START ENTRIES SHOWN

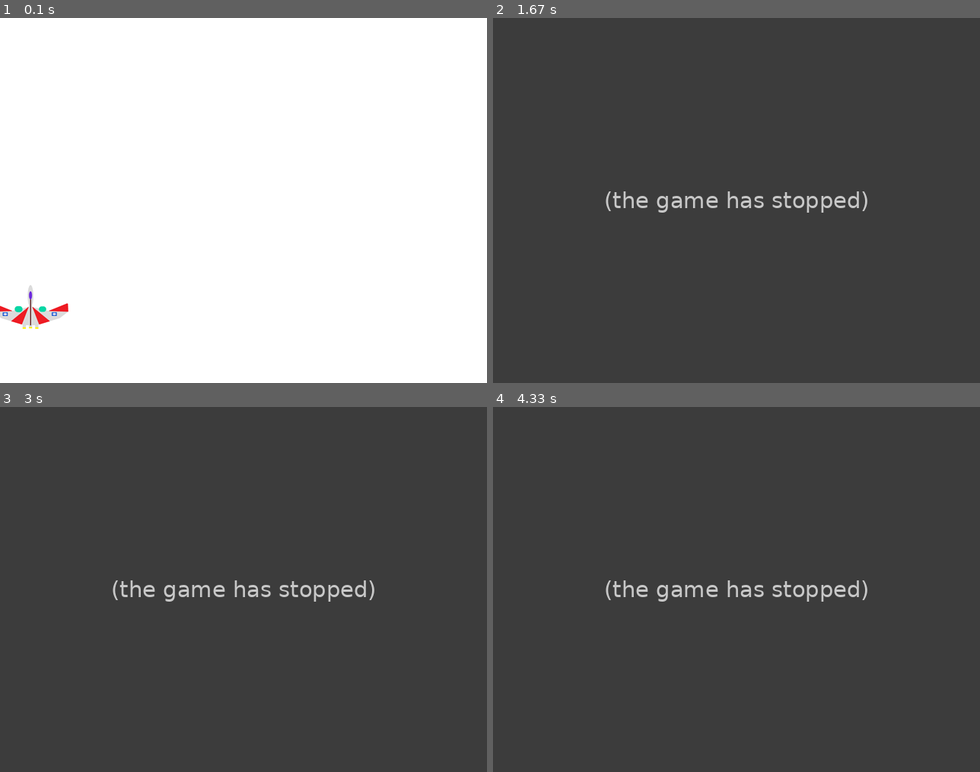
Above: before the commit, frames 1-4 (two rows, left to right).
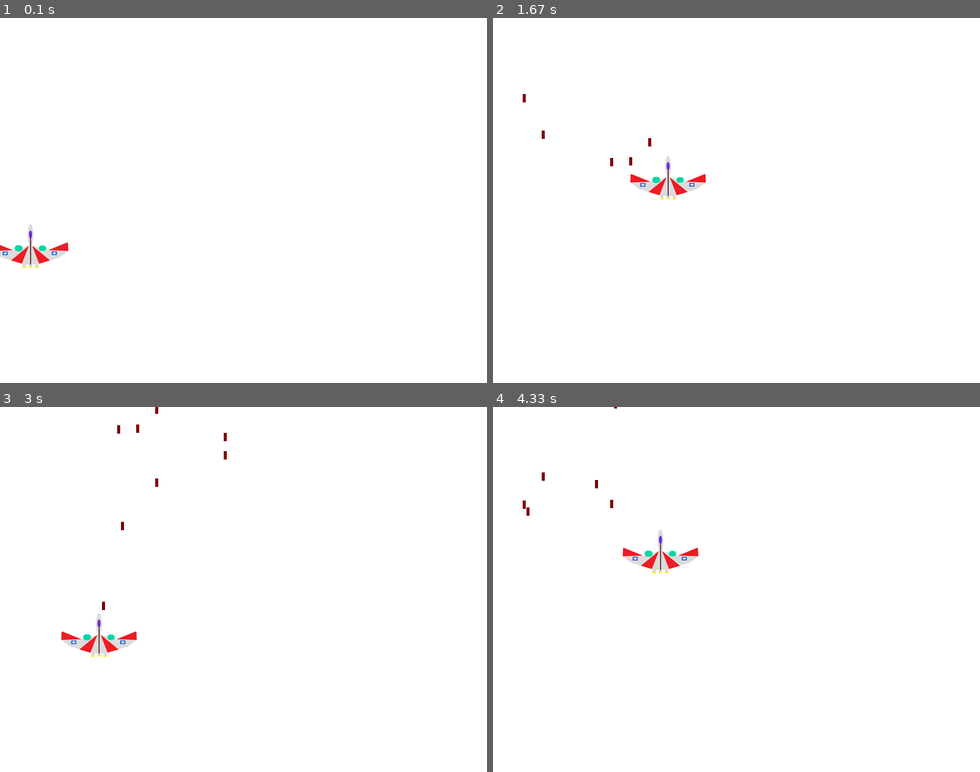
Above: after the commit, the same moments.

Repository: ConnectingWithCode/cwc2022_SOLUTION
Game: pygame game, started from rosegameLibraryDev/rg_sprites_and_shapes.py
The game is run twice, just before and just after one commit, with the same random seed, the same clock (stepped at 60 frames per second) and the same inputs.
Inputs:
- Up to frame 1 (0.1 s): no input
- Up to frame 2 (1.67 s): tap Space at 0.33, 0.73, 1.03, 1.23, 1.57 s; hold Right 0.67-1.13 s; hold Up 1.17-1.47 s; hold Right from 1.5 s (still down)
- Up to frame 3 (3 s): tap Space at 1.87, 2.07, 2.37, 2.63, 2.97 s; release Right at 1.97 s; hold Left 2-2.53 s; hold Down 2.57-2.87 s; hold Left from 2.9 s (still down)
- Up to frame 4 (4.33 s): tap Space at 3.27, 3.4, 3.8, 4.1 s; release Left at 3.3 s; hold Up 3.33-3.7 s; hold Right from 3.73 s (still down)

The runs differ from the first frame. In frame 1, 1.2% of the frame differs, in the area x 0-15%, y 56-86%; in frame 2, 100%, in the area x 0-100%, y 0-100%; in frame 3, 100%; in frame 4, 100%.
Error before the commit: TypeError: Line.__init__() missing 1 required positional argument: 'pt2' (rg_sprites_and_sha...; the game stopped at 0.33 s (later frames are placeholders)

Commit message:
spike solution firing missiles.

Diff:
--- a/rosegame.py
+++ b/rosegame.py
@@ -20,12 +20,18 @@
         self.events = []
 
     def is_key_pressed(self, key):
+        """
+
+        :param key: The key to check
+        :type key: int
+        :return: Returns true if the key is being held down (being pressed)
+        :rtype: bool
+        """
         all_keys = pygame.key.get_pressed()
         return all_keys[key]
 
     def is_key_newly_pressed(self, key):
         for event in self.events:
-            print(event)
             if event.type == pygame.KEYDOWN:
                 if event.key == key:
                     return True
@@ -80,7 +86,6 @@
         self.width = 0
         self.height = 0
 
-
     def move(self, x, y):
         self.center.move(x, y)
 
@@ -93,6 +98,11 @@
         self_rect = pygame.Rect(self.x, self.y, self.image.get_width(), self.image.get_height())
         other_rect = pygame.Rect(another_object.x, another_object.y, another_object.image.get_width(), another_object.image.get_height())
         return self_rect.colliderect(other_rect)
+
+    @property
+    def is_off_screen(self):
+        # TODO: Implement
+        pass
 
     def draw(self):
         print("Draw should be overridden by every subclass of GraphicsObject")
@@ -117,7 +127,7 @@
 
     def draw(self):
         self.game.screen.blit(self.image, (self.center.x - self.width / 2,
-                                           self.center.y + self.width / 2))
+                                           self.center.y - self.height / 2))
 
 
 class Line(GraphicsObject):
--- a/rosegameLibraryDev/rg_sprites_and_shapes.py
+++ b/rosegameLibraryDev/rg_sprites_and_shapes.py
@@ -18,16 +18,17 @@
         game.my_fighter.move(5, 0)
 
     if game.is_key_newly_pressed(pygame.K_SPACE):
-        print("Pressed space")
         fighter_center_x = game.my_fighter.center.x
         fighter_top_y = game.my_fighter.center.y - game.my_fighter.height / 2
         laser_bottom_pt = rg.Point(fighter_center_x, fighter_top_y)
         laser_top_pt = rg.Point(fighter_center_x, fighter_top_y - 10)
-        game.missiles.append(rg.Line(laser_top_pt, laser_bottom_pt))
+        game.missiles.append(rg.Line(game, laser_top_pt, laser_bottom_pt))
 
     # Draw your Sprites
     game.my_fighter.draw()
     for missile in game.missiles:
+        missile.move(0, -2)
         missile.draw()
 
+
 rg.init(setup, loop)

END ENTRIES SHOWN
START ENTRIES SHOWN

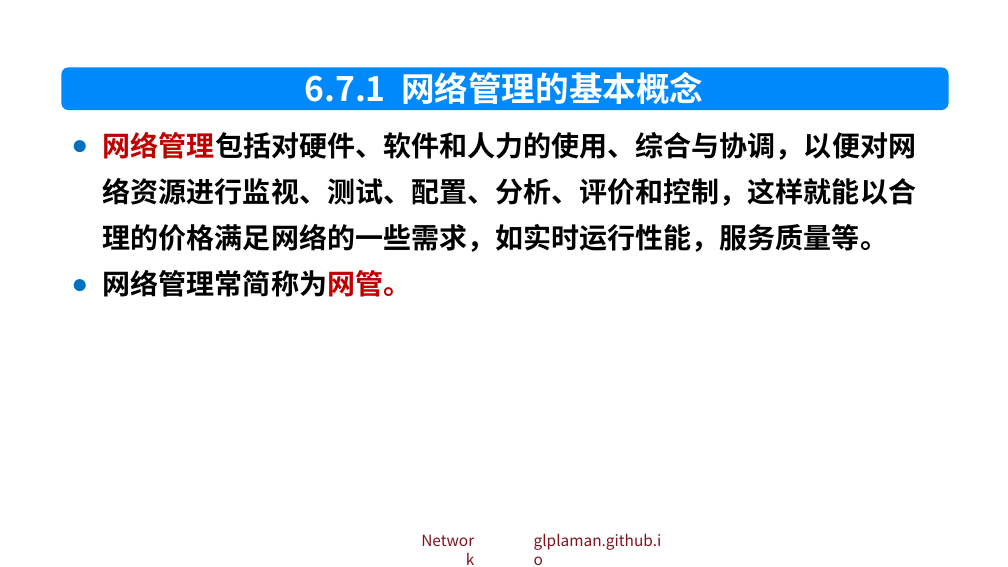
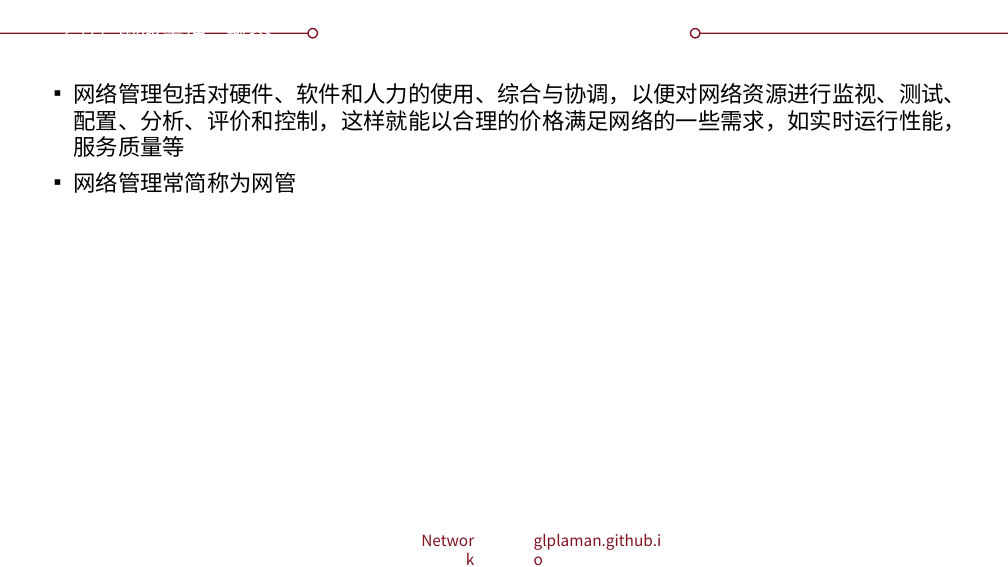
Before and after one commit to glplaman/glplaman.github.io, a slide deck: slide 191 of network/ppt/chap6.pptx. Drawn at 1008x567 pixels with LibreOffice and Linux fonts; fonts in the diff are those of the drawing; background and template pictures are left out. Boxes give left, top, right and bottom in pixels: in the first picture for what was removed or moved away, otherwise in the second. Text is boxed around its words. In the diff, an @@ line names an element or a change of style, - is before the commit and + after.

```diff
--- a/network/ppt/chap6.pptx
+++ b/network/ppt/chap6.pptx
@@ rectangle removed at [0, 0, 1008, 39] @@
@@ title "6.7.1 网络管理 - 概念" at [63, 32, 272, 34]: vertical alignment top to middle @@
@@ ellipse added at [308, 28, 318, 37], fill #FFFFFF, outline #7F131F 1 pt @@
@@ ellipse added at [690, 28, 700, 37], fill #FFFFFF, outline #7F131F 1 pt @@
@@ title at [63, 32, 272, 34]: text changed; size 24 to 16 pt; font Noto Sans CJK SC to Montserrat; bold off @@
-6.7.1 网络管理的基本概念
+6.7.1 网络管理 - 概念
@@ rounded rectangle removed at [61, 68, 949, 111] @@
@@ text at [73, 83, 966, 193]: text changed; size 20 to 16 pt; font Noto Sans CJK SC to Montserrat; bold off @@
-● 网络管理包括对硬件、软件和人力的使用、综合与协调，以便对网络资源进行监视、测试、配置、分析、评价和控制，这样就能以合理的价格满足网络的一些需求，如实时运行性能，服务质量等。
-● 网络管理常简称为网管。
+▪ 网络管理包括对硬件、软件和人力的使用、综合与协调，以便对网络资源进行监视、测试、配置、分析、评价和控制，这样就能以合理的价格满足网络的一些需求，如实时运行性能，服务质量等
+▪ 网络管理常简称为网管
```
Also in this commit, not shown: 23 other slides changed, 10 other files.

END ENTRIES SHOWN

▶ **YOUR GOAL**:
Across the material above, how many lines include the string "title"? Only the number is wanted.

▶ **ANSWER BOX**:
2